Für die Linke gilt mittlerweile übrigens: Sie ist offensichtlich längst in der parlamentarischen Normalität angekommen. 2005 übernahm am Ende Petra Pau den Vize-Posten, den Bisky nicht bekam. Pau wurde nun zum dritten Mal wiedergewählt – mit  456 von 709 möglichen Stimmen. Das sind mehr, als der SPD-Kandidat Thomas Oppermann erhielt.

Die SPD ist auf der Suche nach sich selbst

Die SPD ist voll auf Opposition gepolt. Carsten Schneider, der Parlamentarische Geschäftsführer der Fraktion, macht das gleich zu Beginn deutlich. Er spricht Kanzlerin Angela Merkel direkt an: "Ihr Politikstil ist ein Grund dafür, dass wir heute eine rechtspopulistische Partei im Bundestag haben", sagt Schneider.

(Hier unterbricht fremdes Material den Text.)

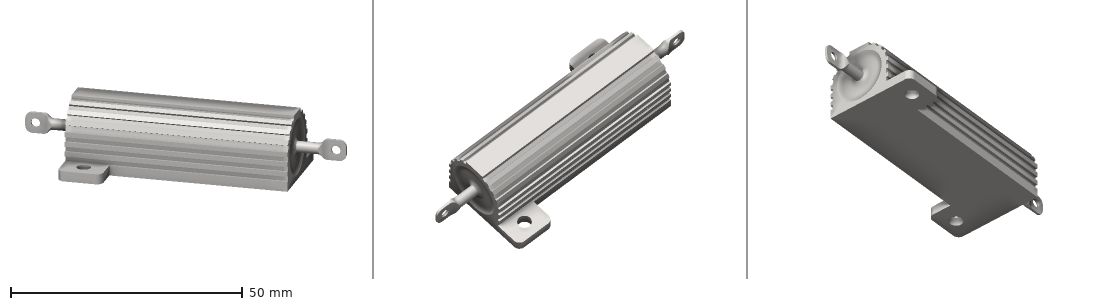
import cadquery as cq
import math

overall_length = 72.0
overall_width = 28.95
overall_height = 15.6

housing_length = 50.0
axis_height = 7.6
base_thickness = 2.3
outer_radius = 8.1
fin_height = 0.5
root_radius = outer_radius - fin_height
top_rib_width = 5.4

side_fin_pitch = 2.2
fin_width = side_fin_pitch / 2
side_fin_count = 3
first_shoulder_angle = 24.0
shoulder_fin_pitch = 17.0
shoulder_fin_count = 3

tab_length = 10.0
tab_corner_radius = 1.5
mount_hole_diameter = 3.2
mount_hole_offset_y = 10.7

recess_diameter = 12.75
recess_depth = 0.5
recess_curve_width = 1.3

rod_diameter = 2.5
rod_end = 29.7
lug_shoulder = 32.0
blade_start = 32.4
lug_height = 4.75
lug_corner_radius = 1.5
blade_thickness = 0.6
lug_hole_diameter = 2.0
lug_hole_offset = 33.7

half_length = overall_length / 2
half_housing = housing_length / 2
rod_radius = rod_diameter / 2


def half_turned(shape):
    """Copy of a shape turned to the opposite end and side of the part."""
    return shape.rotate((0, 0, 0), (0, 0, 1), 180)


def s_curve(sketch, start, end):
    """Add two equal tangent arcs that leave `start` and reach `end` parallel to X."""
    run = end[0] - start[0]
    rise = end[1] - start[1]
    radius = (run**2 + rise**2) / (4 * abs(rise))
    half_turn = math.asin(abs(run) / 2 / radius) / 2
    step_x = math.copysign(radius * math.sin(half_turn), run)
    step_y = math.copysign(radius * (1 - math.cos(half_turn)), rise)
    middle = (start[0] + run / 2, start[1] + rise / 2)
    first_arc_point = (start[0] + step_x, start[1] + step_y)
    second_arc_point = (end[0] - step_x, end[1] - step_y)
    return sketch.threePointArc(first_arc_point, middle).threePointArc(second_arc_point, end)


def housing_bar(width, bottom, top):
    """Full-length bar, centred across Y, between two heights."""
    bar_height = top - bottom
    bar = cq.Workplane("XY").box(housing_length, width, bar_height)
    return bar.translate((0, 0, bottom + bar_height / 2))


def make_core():
    """Upright-sided core whose top is faceted, with one flat between each pair of fins."""
    side_top = base_thickness + side_fin_count * side_fin_pitch
    corner_radius = root_radius / math.cos(math.radians(shoulder_fin_pitch / 2))
    corners = [(root_radius, 0), (root_radius, side_top)]
    for index in range(shoulder_fin_count + 1):
        angle = math.radians(first_shoulder_angle + index * shoulder_fin_pitch)
        corners.append((corner_radius * math.cos(angle), axis_height + corner_radius * math.sin(angle)))
    mirrored = [(-y, z) for y, z in reversed(corners)]
    return cq.Workplane("YZ").polyline(corners + mirrored).close().extrude(half_housing, both=True)


def make_finned_body():
    """Full-length section: core, base, top rib and cooling fins."""
    body = make_core()
    body = body.union(housing_bar(2 * outer_radius, 0, base_thickness))
    body = body.union(housing_bar(top_rib_width, axis_height, overall_height))

    for index in range(side_fin_count):
        top = base_thickness + (index + 1) * side_fin_pitch
        body = body.union(housing_bar(2 * outer_radius, top - fin_width, top))

    flat_fin = cq.Workplane("XY").box(housing_length, outer_radius, fin_width)
    flat_fin = flat_fin.translate((0, outer_radius / 2, 0))
    for index in range(shoulder_fin_count):
        angle = first_shoulder_angle + index * shoulder_fin_pitch
        for fin_angle in (angle, 180 - angle):
            fin = flat_fin.rotate((0, 0, 0), (1, 0, 0), fin_angle)
            body = body.union(fin.translate((0, 0, axis_height)))
    return body.clean()


def make_tab():
    """Mounting tab at the -X, -Y corner, with its hole."""
    tab_width = overall_width / 2 - root_radius
    tab_x = -half_housing + tab_length / 2
    mount_hole = (
        cq.Workplane("XY")
        .center(tab_x, -mount_hole_offset_y)
        .circle(mount_hole_diameter / 2)
        .extrude(base_thickness)
    )
    return (
        cq.Workplane("XY")
        .center(tab_x, -overall_width / 2 + tab_width / 2)
        .rect(tab_length, tab_width)
        .extrude(base_thickness)
        .edges("|Z and <Y")
        .fillet(tab_corner_radius)
        .cut(mount_hole)
    )


def make_end_recess():
    """Ring-shaped cut in the +X end, its floor curving up at the rod and at the rim."""
    floor = half_housing - recess_depth
    outer = recess_diameter / 2
    curve_radius = (recess_curve_width**2 + recess_depth**2) / (2 * recess_depth)
    half_angle = math.asin(recess_curve_width / curve_radius) / 2
    curve_middle = (
        floor + curve_radius * (1 - math.cos(half_angle)),
        rod_radius + recess_curve_width - curve_radius * math.sin(half_angle),
    )
    return (
        cq.Workplane("XY")
        .moveTo(floor, rod_radius + recess_curve_width)
        .lineTo(floor, outer - recess_curve_width)
        .tangentArcPoint((half_housing, outer), relative=False)
        .lineTo(half_housing, rod_radius)
        .threePointArc(curve_middle, (floor, rod_radius + recess_curve_width))
        .close()
        .revolve(360, (0, 0, 0), (1, 0, 0))
        .translate((0, 0, axis_height))
    )


def make_housing():
    """Finned body with a tab and a recess at each end."""
    tab = make_tab()
    recess = make_end_recess()
    body = make_finned_body()
    body = body.union(tab).union(half_turned(tab))
    return body.cut(recess).cut(half_turned(recess))


def make_turned_lead():
    """Rod that swells into a lug with rounded corners, turned about the X axis."""
    lug_radius = lug_height / 2
    corner_x = half_length - lug_corner_radius
    corner_z = lug_radius - lug_corner_radius
    corner_reach = lug_corner_radius * math.sqrt(0.5)
    profile = (
        cq.Workplane("XZ")
        .moveTo(half_housing, 0)
        .lineTo(half_housing, rod_radius)
        .lineTo(rod_end, rod_radius)
    )
    return (
        s_curve(profile, (rod_end, rod_radius), (lug_shoulder, lug_radius))
        .lineTo(corner_x, lug_radius)
        .threePointArc((corner_x + corner_reach, corner_z + corner_reach), (half_length, corner_z))
        .lineTo(half_length, 0)
        .close()
        .revolve(360, (0, 0, 0), (1, 0, 0))
    )


def make_flattening_cut():
    """Material pressed away on the +Y side of the lug, down to the blade."""
    half_blade = blade_thickness / 2
    profile = cq.Workplane("XY").moveTo(rod_end, rod_radius)
    return (
        s_curve(profile, (rod_end, rod_radius), (blade_start, half_blade))
        .lineTo(overall_length, half_blade)
        .lineTo(overall_length, lug_height)
        .lineTo(rod_end, lug_height)
        .close()
        .extrude(lug_height, both=True)
    )


def make_lead():
    """Lead at the +X end: a turned rod and lug, flattened across Y and drilled."""
    lug_hole = (
        cq.Workplane("XZ")
        .center(lug_hole_offset, 0)
        .circle(lug_hole_diameter / 2)
        .extrude(rod_diameter, both=True)
    )
    flattening_cut = make_flattening_cut()
    return (
        make_turned_lead()
        .cut(flattening_cut)
        .cut(flattening_cut.mirror("XZ"))
        .cut(lug_hole)
        .translate((0, 0, axis_height))
    )


housing = make_housing()

lead_angles = (0, 180)
leads = [make_lead().rotate((0, 0, 0), (0, 0, 1), angle) for angle in lead_angles]

result = cq.Compound.makeCompound([housing.val(), *[lead.val() for lead in leads]])

Doch so klar, wie die SPD nach außen aufzutreten versucht, geht es im Inneren nicht zu. Deutlich zeigt sich das bei der Wahl des Vizepräsidenten der Genossen. Oppermann bekommt nur 396 Stimmen. Das sind zwar mehr als die notwendigen 355 Stimmen, aber auch weniger als beim CSU-Politiker Hans-Peter Friedrich (507), dem Liberalen Wolfgang Kubicki (489), der Grünen Claudia Roth (489) und der Linken Petra Pau (456). Vor allem aber ist bei Oppermann offensichtlich, dass auch viele Genossen nicht für ihn gestimmt haben. Das miese Ergebnis hat einen Grund.

Fraktionsintern hatte Oppermann Konkurrenz aus den eigenen Reihen – die bisherige Vizepräsidentin Ulla Schmidt und die ehemalige Geschäftsführerin Christine Lambrecht. Sie wollten unter anderem antreten, weil es zu wenig Frauen in der Führungsriege der Sozialdemokraten gibt. Die beiden zogen ihre Kandidatur nach einer ganzen Reihe an Personalquerelen in der SPD dann aber kurz vor der Abstimmung zurück – gerade noch rechtzeitig, um einen völligen Eklat zu verhindern. Die schlechte Koordination der SPD im Wahlkampf ist offensichtlich noch nicht überwunden.

Schäuble steht für Stabilität in einer "ungemütlichen" Welt

Zunächst einmal nimmt Wolfgang Schäuble ein wenig Druck raus. Frisch gewählt zum Präsidenten des Bundestages, will er seine Antrittsrede halten. Nur ist das Mikrofon aus. "Muss ich selber drücken?" Gelächter im Plenum. "Aller Anfang ist schwer", sagt Schäuble. Dann schlüpft der 75-Jährige in die Rolle, die ihm schon etliche Kommentatoren zugewiesen haben: die des erfahrenen Polit-Profis, der die AfD im Parlament bändigt.

Er erinnert an die vielen Umbrüche, die er in seinen 45 Jahren als Abgeordneter in der Republik erlebt hat und sagt, dass die Erregung und die Krisengefühle in einer "zunehmend als ungemütlich wahrgenommenen Welt" keineswegs neu wären, in diesem Land. Er blicke deshalb mit Gelassenheit auf die Auseinandersetzungen, die nun zu führen seien.

Er grenzt die AfD nicht aus und liefert ihr so keinen Vorwand, sich in einer Opferrolle zu inszenieren. "Diese neue Konstellation hier im Haus spiegelt die Veränderung wieder, die unsere Gesellschaft erlebt", sagt Schäuble. Er stellt die fragwürdigen Argumentationsmuster der AfD infrage: "Niemand vertritt alleine das Volk. So etwas wie Volkswille entsteht überhaupt erst durch unsere parlamentarischen Entscheidungen", erklärt er das Prinzip der repräsentativen Demokratie – und nennt die AfD bei alldem nicht beim Namen. Und er pocht darauf, im Parlament eine Kultur des Repekts am Leben zu halten. "Prügeln sollten wir uns hier nicht", sagt er. "Auch nicht verbal."